小鳥の鳴き声、窓から差し込む朝日、朝食の匂い。
もう少しまどろんで居たかったがベッドのすぐ脇に怖い顔をした少女が立っているのに気がついた。
綺麗な髪の毛の中でピョコンと立っている二つの耳と、襟巻きにでもしたらどれだけの値がつくかわからないほど立派な尾。
今は人の姿をしているがそれは豊作をつかさどる狼の化身、ホロだ。
そして今、そのホロが怖い顔をして立っている。誰が見ても一目瞭然、怒っている。

「………どうした?」

体を起こしてから問いかけるとわなわなと肩が震えだした。

「ぬしよ、そんなに羊飼いの娘が大切かや?」

いったい何の話をしているのだと思った、たしか夜寝る前のホロは機嫌が良かったはずだ。
そして今目の前に居るホロは機嫌が悪い、つまり自分が寝ている間に何かがあったということだ。
まったく身に覚えの無いことだ。羊飼いの娘………と言うとやはりノーラの事だろうか?




「どうゆう事だ」

「ぬしは自分が何を言ったのか覚えてないのかえ?」

「覚えていないな」

本当のことだ。
寝ている間に何かを言ったとすれば寝言なのだろうが、自分が寝言で何を言ったかなんて覚えている訳が無い。
それを聞いたホロはますます機嫌が悪くなり、自分のベッドに腰掛けると櫛を取り出した。
そして朝の身だしなみとばかりに尻尾の手入れに入る。だがその眉間にはしわがよったままだ。
怒っていることはあんまり怖くは無かったが、ホロの機嫌が悪いといろいろと困るのでどうにかしないといけない。

「俺はなんて言ったんだ?」

櫛を動かす手が止まった、そして櫛をベッドの上に置くとこちらを向いた。

「じつに楽しそうに笑いながらノーラとぬかしおった。ぬしはよっぽど楽しい夢を見ていたんじゃな」

その目は久々に獲物にありつけると言った感じの獰猛な肉食獣の目だった。
『女の嫉妬は怖い』
そんな話をどっかで聞いたことが有る、たしかどこかの酒場で40代半ばの町商人から聞いた話だった。
しかしその時は一人旅だったし、なにより女よりも金のほうが大切だったのだ、深く考えずに記憶の片隅に追いやられていた。
その言葉の意味をやっと理解した、たしかに怖い。まぁ本当の姿はとても大きな狼だと言うことも有るのだろうが。
その半面ホロが自分に嫉妬してくれたと言ううれしさもあるのだが。
しかし今それを口にすればますますホロの機嫌を損ねてしまうだろうから、胸の中にしまっておいた。

「腹がすいた、とりあえず朝食じゃ」

そう言って部屋から出て行ったので、あわてて追いかけた。

その日の商談も終わり、夕食をとるために酒場へ向かった時もホロの機嫌は悪かった。
話しかけても冷たい目で見てくるばかりで途中で話しかけるのを諦めた。
看板には「ツンデレ×ツンデレ」書かれている。ここら辺では結構有名な店だ、料理の腕が良いらしい。
酒場に入ると結構な賑わいようだった、最近は景気がいいから当然なのかもしれない。
店の奥へ向かうホロを追いかけるとすぐそばに居た男が周りに聞こえるように声をかけてきた。

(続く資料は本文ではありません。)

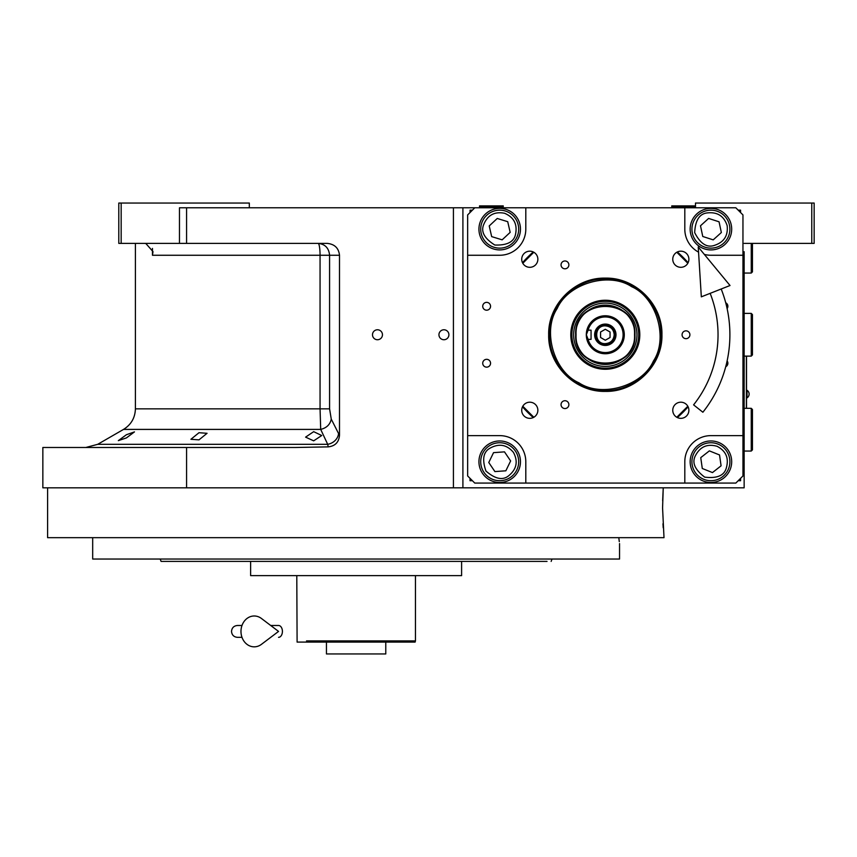 <?xml version="1.0" encoding="UTF-8"?>
<svg xmlns="http://www.w3.org/2000/svg" width="857" height="857" viewBox="0 0 857 857"><rect width="100%" height="100%" fill="white"/><g stroke="black" fill="none" stroke-linecap="round" stroke-linejoin="round"><path stroke-width="1.29" d="M313.673 431.66L321.739 435.517L313.673 440.841L305.595 437.134L313.673 431.66M198.995 432.71L207.062 433.299L198.995 439.855L190.918 439.287L198.995 432.71M126.418 434.724L134.485 431.885L126.418 437.916L118.341 440.637L126.418 434.724M121.169 243.388L118.791 243.388L118.791 203.045L121.169 203.045L121.169 243.388L179.467 243.388L179.467 207.79L186.58 207.79L186.58 243.388L327.224 243.388C334.626 244.138 338.719 248.102 339.501 255.257L339.501 435.399L331.263 419.127C330.116 424.526 326.603 427.954 320.7 429.4L123.537 429.4L97.719 444.312L327.685 444.312L320.7 429.4L320.057 408.843L135.406 408.843L135.406 243.388M533.815 417.263L522.802 406.239M522.802 263.27L533.815 252.247M676.794 252.247L687.817 263.27M687.817 406.239L676.794 417.263M474.778 207.79L735.831 207.79L742.955 214.914L742.955 475.967L735.831 483.08L474.778 483.08L467.654 475.967L467.654 214.914L474.778 207.79L462.909 207.79L462.909 487.826L744.144 487.826L744.144 251.69M695.488 207.79L695.488 203.045L814.15 203.045L814.15 243.388L744.144 243.388M811.772 203.045L811.772 243.388M186.58 447.483L186.58 487.826L42.85 487.826L42.85 447.483L295.729 447.483L328.22 446.872L327.685 444.312A11.869 10.091 -25.7 0 0 338.494 434.028M186.58 207.79L462.909 207.79M377.476 339.736A4.981 4.981 0 0 0 382.458 334.755A4.981 4.981 0 0 0 377.476 329.774A4.981 4.981 0 0 0 372.495 334.755A4.981 4.981 0 0 0 377.476 339.736M443.926 339.736A4.981 4.981 0 0 0 448.907 334.755A4.981 4.981 0 0 0 443.926 329.774A4.981 4.981 0 0 0 438.945 334.755A4.981 4.981 0 0 0 443.926 339.736M339.501 435.399C338.858 442.276 335.098 446.101 328.22 446.872M143.794 243.388A14.248 14.248 4.5 0 1 145.883 243.538L153.007 251.626L152.46 255.257L152.46 248.412M249.323 207.79L249.323 203.045L121.169 203.045M186.58 243.388L179.467 243.388M331.263 419.127L329.581 408.843L329.581 255.257C328.895 248.048 325.082 244.095 318.118 243.388A11.869 1.939 -90 0 1 320.057 255.257L152.46 255.257M746.511 408.328L746.511 356.116M746.393 356.116L746.393 408.328M747.047 390.289L747.047 397.884A4.51 4.51 0 0 0 747.047 390.289L746.511 390.289M547.034 561.399L161.073 561.399L160.205 559.032L170.05 559.032M542.181 559.032L160.205 559.032M282.692 575.636L282.103 575.636M429.539 575.636L430.096 575.636M461.602 561.399L461.602 575.636L250.63 575.636L250.63 561.399L249.162 561.399M161.073 561.399L163.398 561.399M164.244 561.399L247.03 561.399M542.181 561.399L546.477 561.399M437.049 561.399L453.182 561.399L437.049 561.399M259.05 561.399L275.193 561.399L259.05 561.399M186.194 561.399L170.05 561.399M186.194 559.032L255.257 559.032M456.974 559.032L526.037 559.032M551.158 561.399L552.026 559.032M186.58 487.826L663.243 487.826L662.665 500.756M663.243 487.826L662.579 508.008L664.004 537.671L47.596 537.671L47.596 487.826M662.975 523.766L663.211 527.794M618.808 537.671C619.782 545.577 619.782 545.577 618.808 537.671L619.29 541.645M619.547 543.606L619.547 559.032L92.685 559.032L92.685 537.671M364.182 642.086L415.131 642.086L415.452 640.907L306.517 640.907M378.665 640.907L389.581 640.907M405.715 640.907L415.452 640.907L415.452 575.636M322.65 640.907L333.566 640.907M296.79 575.636L297.1 642.086L326.453 642.086L326.453 653.955L385.779 653.955L385.779 642.086M415.131 642.086L297.1 642.086M405.715 642.086L389.581 642.086M322.65 642.086L306.517 642.086M348.049 642.086L326.453 642.086M605.31 391.392C575.036 392.174 547.891 365.018 548.673 334.755C547.891 304.492 575.036 277.347 605.31 278.118C635.573 277.347 662.718 304.492 661.936 334.755C662.718 365.018 635.573 392.174 605.31 391.392M605.31 390.524C575.508 391.295 548.769 364.557 549.53 334.755C548.769 304.953 575.508 278.214 605.31 278.986C635.112 278.214 661.84 304.953 661.079 334.755C661.84 364.557 635.112 391.295 605.31 390.524M529.787 402.201A8.067 8.067 0 0 0 521.72 410.278A8.067 8.067 0 0 0 529.787 418.345A8.067 8.067 0 0 0 537.864 410.278A8.067 8.067 0 0 0 529.787 402.201M680.822 402.201A8.067 8.067 0 0 0 672.756 410.278A8.067 8.067 0 0 0 680.822 418.345A8.067 8.067 0 0 0 688.889 410.278A8.067 8.067 0 0 0 680.822 402.201M680.822 267.309A8.067 8.067 0 0 0 688.889 259.243A8.067 8.067 0 0 0 680.822 251.176A8.067 8.067 0 0 0 672.756 259.243A8.067 8.067 0 0 0 680.822 267.309M529.787 267.309A8.067 8.067 0 0 0 537.864 259.243A8.067 8.067 0 0 0 529.787 251.176A8.067 8.067 0 0 0 521.72 259.243A8.067 8.067 0 0 0 529.787 267.309M564.956 268.798A3.921 3.921 0 0 0 568.877 264.877A3.921 3.921 0 0 0 564.956 260.967A3.921 3.921 0 0 0 561.046 264.877A3.921 3.921 0 0 0 564.956 268.798M564.956 408.553A3.921 3.921 0 0 0 568.877 404.633A3.921 3.921 0 0 0 564.956 400.722A3.921 3.921 0 0 0 561.046 404.633A3.921 3.921 0 0 0 564.956 408.553M685.996 338.676A3.921 3.921 0 0 0 689.906 334.755A3.921 3.921 0 0 0 685.996 330.845A3.921 3.921 0 0 0 682.076 334.755A3.921 3.921 0 0 0 685.996 338.676M486.647 310.191A3.921 3.921 0 0 0 490.558 306.281A3.921 3.921 0 0 0 486.647 302.36A3.921 3.921 0 0 0 482.727 306.281A3.921 3.921 0 0 0 486.647 310.191M727.122 308.595A3.921 3.921 0 0 0 725.729 302.778M486.647 367.15A3.921 3.921 0 0 0 490.558 363.239A3.921 3.921 0 0 0 486.647 359.319A3.921 3.921 0 0 0 482.727 363.239A3.921 3.921 0 0 0 486.647 367.15M725.729 366.732A3.921 3.921 0 0 0 727.122 360.915M742.955 255.257L710.914 255.257A26.106 26.106 0 0 1 704.336 254.411M698.551 252.14A26.106 26.106 0 0 1 684.807 229.151L684.807 207.79M525.802 207.79L525.802 229.151A26.106 26.106 0 0 1 499.695 255.257L467.654 255.257M467.654 435.624L499.695 435.624A26.106 26.106 0 0 1 525.802 461.73L525.802 483.08M684.807 483.08L684.807 461.73A26.106 26.106 0 0 1 710.914 435.624L742.955 435.624M710.914 249.912A20.761 20.761 0 0 0 731.685 229.151A20.761 20.761 0 0 0 710.914 208.38A20.761 20.761 0 0 0 690.153 229.151A20.761 20.761 0 0 0 710.914 249.912M710.914 482.491A20.761 20.761 0 0 0 731.685 461.73A20.761 20.761 0 0 0 710.914 440.959A20.761 20.761 0 0 0 690.153 461.73A20.761 20.761 0 0 0 710.914 482.491M499.695 482.491A20.761 20.761 0 0 0 520.467 461.73A20.761 20.761 0 0 0 499.695 440.959A20.761 20.761 0 0 0 478.934 461.73A20.761 20.761 0 0 0 499.695 482.491M499.695 249.912A20.761 20.761 0 0 0 520.467 229.151A20.761 20.761 0 0 0 499.695 208.38A20.761 20.761 0 0 0 478.934 229.151A20.761 20.761 0 0 0 499.695 249.912M677.351 417.563A109.76 109.76 0 0 0 688.107 406.807M688.107 262.703A109.76 109.76 0 0 0 677.351 251.958M533.258 251.958A109.76 109.76 0 0 0 522.502 262.703M522.502 406.807A109.76 109.76 0 0 0 533.258 417.563M472.4 210.158L470.032 210.158L470.032 212.536M470.032 478.335L470.032 480.713L472.4 480.713M740.577 212.536L740.577 210.158L738.209 210.158M738.209 480.713L740.577 480.713L740.577 478.335M717.105 446.304C707.411 443.551 700.212 446.636 695.498 455.538C691.695 462.469 694.77 469.679 704.722 477.145C717.073 478.635 724.283 475.56 726.329 467.911C729.082 458.227 726.008 451.018 717.105 446.304M717.984 444.108A18.983 18.983 21.9 0 0 693.292 454.649A18.983 18.983 -158.1 0 0 703.843 479.342A18.983 18.983 -158.1 0 0 728.536 468.8A18.983 18.983 21.9 0 0 717.984 444.108M712.467 472.582L721.091 465.812L719.537 454.96L709.36 450.878L700.747 457.638L702.29 468.49L712.467 472.582M513.45 452.41C506.958 444.708 499.267 443.23 490.386 447.975C483.348 451.596 481.87 459.288 485.94 471.039C495.346 479.192 503.038 480.67 509.015 475.485C516.717 468.983 518.196 461.302 513.45 452.41M515.421 451.082A18.983 18.983 55.9 0 0 489.047 446.004A18.983 18.983 -124.1 0 0 483.98 472.368A18.983 18.983 -124.1 0 0 510.344 477.445A18.983 18.983 55.9 0 0 515.421 451.082M494.907 471.586L505.844 470.804L510.633 460.937L504.484 451.864L493.546 452.646L488.769 462.512L494.907 471.586M727.164 225.68C724.036 216.103 717.459 211.84 707.443 212.9C699.569 213.618 695.306 220.195 694.673 232.622C700.33 243.699 706.896 247.962 714.384 245.391C723.961 242.274 728.225 235.696 727.164 225.68M729.478 225.187A18.983 18.983 77.9 0 0 706.95 210.586A18.983 18.983 -102.1 0 0 692.349 233.115A18.983 18.983 -102.1 0 0 714.877 247.716A18.983 18.983 77.9 0 0 729.478 225.187M702.772 236.489L713.206 239.864L721.348 232.526L719.055 221.802L708.621 218.428L700.49 225.777L702.772 236.489M504.569 213.264C494.682 211.336 487.762 215.011 483.819 224.277C480.606 231.508 484.28 238.428 494.821 245.027C507.258 245.477 514.179 241.803 515.582 234.025C517.51 224.138 513.836 217.217 504.569 213.264M505.266 210.993A18.983 18.983 17.1 0 0 481.548 223.581A18.983 18.983 -162.9 0 0 494.125 247.298A18.983 18.983 -162.9 0 0 517.853 234.722A18.983 18.983 17.1 0 0 505.266 210.993M502.148 239.831L510.172 232.365L507.719 221.684L497.242 218.471L489.218 225.937L491.672 236.618L502.148 239.831M578.989 382.833C601.593 398.012 642.514 386.046 653.388 361.076C668.556 338.472 656.591 297.55 631.63 286.677C609.016 271.508 568.105 283.474 557.232 308.434C542.053 331.048 554.018 371.959 578.989 382.833M575.036 318.183A34.505 34.505 0 0 0 588.738 365.028A34.505 34.505 0 0 0 635.573 351.327A34.505 34.505 0 0 0 621.871 304.492A34.505 34.505 0 0 0 575.036 318.183M634.619 350.802A33.423 33.423 0 0 1 589.252 364.075A33.423 33.423 0 0 1 575.99 318.708A33.423 33.423 0 0 1 621.357 305.446A33.423 33.423 0 0 1 634.619 350.802M577.532 319.554A31.655 31.655 0 0 0 590.098 362.522A31.655 31.655 0 0 0 633.077 349.956A31.655 31.655 0 0 0 620.511 306.988A31.655 31.655 0 0 0 577.532 319.554M579.289 320.507A29.663 29.663 0 0 0 591.062 360.776A29.663 29.663 0 0 0 631.33 349.003A29.663 29.663 0 0 0 619.547 308.734A29.663 29.663 0 0 0 579.289 320.507M605.31 305.092A29.663 29.663 0 0 1 634.973 334.755A29.663 29.663 0 0 1 605.31 364.418A29.663 29.663 0 0 1 575.636 334.755A29.663 29.663 0 0 1 605.31 305.092M634.534 334.755C636.355 297.047 574.265 297.047 576.075 334.755C574.265 372.474 636.355 372.474 634.534 334.755M575.636 334.755C573.815 373.02 636.805 373.02 634.973 334.755C636.805 296.49 573.815 296.49 575.636 334.755M751.257 408.328L752.446 409.517L752.446 449.861L751.257 451.05L751.257 408.328L744.144 408.328M751.257 313.394L752.446 314.583L752.446 354.927L751.257 356.116L751.257 313.394L744.144 313.394M752.446 243.388L752.446 271.862L751.257 273.051L751.257 243.388M491.393 206.601L479.524 206.601L479.524 205.894L503.252 205.894L503.252 206.601L491.393 206.601M695.488 206.601L694.299 207.79L695.488 206.601L671.759 206.601L671.759 205.894L695.488 205.894M721.187 288.991A124.597 124.597 0 0 1 702.879 412.238L693.592 404.858A112.728 112.728 0 0 0 710.153 293.351M698.241 247.02L701.326 296.833L730.025 285.51L698.241 247.02M270.705 625.481L278.536 625.481A5.935 3.878 90 0 1 282.414 631.416A5.935 3.878 90 0 1 278.536 637.34M261.439 644.346A15.426 13.251 -90 0 1 247.898 644.967A15.426 13.251 -90 0 1 240.978 631.416A15.426 13.251 -90 0 1 247.898 617.854A15.426 13.251 -90 0 1 261.439 618.475L278.546 631.416L261.439 644.346M586.799 338.976L587.12 340.208L586.788 338.965M605.31 352.559A17.804 17.804 -171.1 0 0 623.103 334.755A17.804 17.804 -171.1 0 0 605.31 316.961A17.804 17.804 0 0 0 588.106 330.159L586.317 334.755L588.106 339.351A17.804 17.804 -171.1 0 0 605.31 352.559M605.31 353.748A18.983 18.983 0 0 0 624.292 334.755A18.983 18.983 0 0 0 605.31 315.772A18.983 18.983 0 0 0 586.317 334.755A18.983 18.983 0 0 0 605.31 353.748M588.106 339.351L591.062 339.351L591.062 330.159L588.106 330.159M615.99 334.755A10.68 10.68 0 0 0 605.31 324.075A10.68 10.68 0 0 0 594.629 334.755A10.68 10.68 0 0 0 605.31 345.435A10.68 10.68 0 0 0 615.99 334.755M586.799 330.534L587.12 329.302L586.799 330.534M614.201 334.755C613.676 329.356 610.709 326.388 605.31 325.853C593.826 325.306 593.826 344.203 605.31 343.657C610.709 343.132 613.676 340.165 614.201 334.755M615.39 334.755C614.79 328.627 611.427 325.274 605.31 324.674C592.294 324.053 592.294 345.467 605.31 344.846C611.427 344.246 614.79 340.882 615.39 334.755M600.564 337.497L605.31 340.24L610.055 337.497L610.055 332.013L605.31 329.281L600.564 332.013L600.564 337.497M453.417 487.826L453.417 207.79M329.581 408.843L320.057 408.843L320.057 255.257L339.501 255.257M97.719 444.312L85.85 447.483M123.537 429.4C131.153 424.665 135.106 417.809 135.406 408.843M746.511 397.884L747.047 397.884M751.257 451.05L744.144 451.05M751.257 356.116L744.144 356.116M751.257 273.051L744.144 273.051M480.713 207.79L479.524 206.601M502.073 207.79L503.252 206.601M672.938 207.79L671.759 206.601M237.453 625.481L241.995 625.481L237.453 625.481C233.854 625.835 231.872 627.806 231.519 631.416C231.872 635.016 233.854 636.997 237.453 637.34L241.995 637.34"/></g></svg>

「おい、ロレンス。お前何をして姫さんを怒らせたんだ?」

周りの男たちも身を乗り出してくる、痴話喧嘩などは良い話のネタだ。
それを聞いたホロがくるりと振り向いて周りに聞こえるように言った。

「わっちに飽きたそうで他の子と楽しんでたんでありんす」

途端に周りが騒がしくなり、おいおいあの子で満足できないのかよとかいう声まで聞こえてきた。
ホロを見ると悲しそうな顔をしていたが、ロレンスはホロがこの状況を楽しんでいるということに気がついた。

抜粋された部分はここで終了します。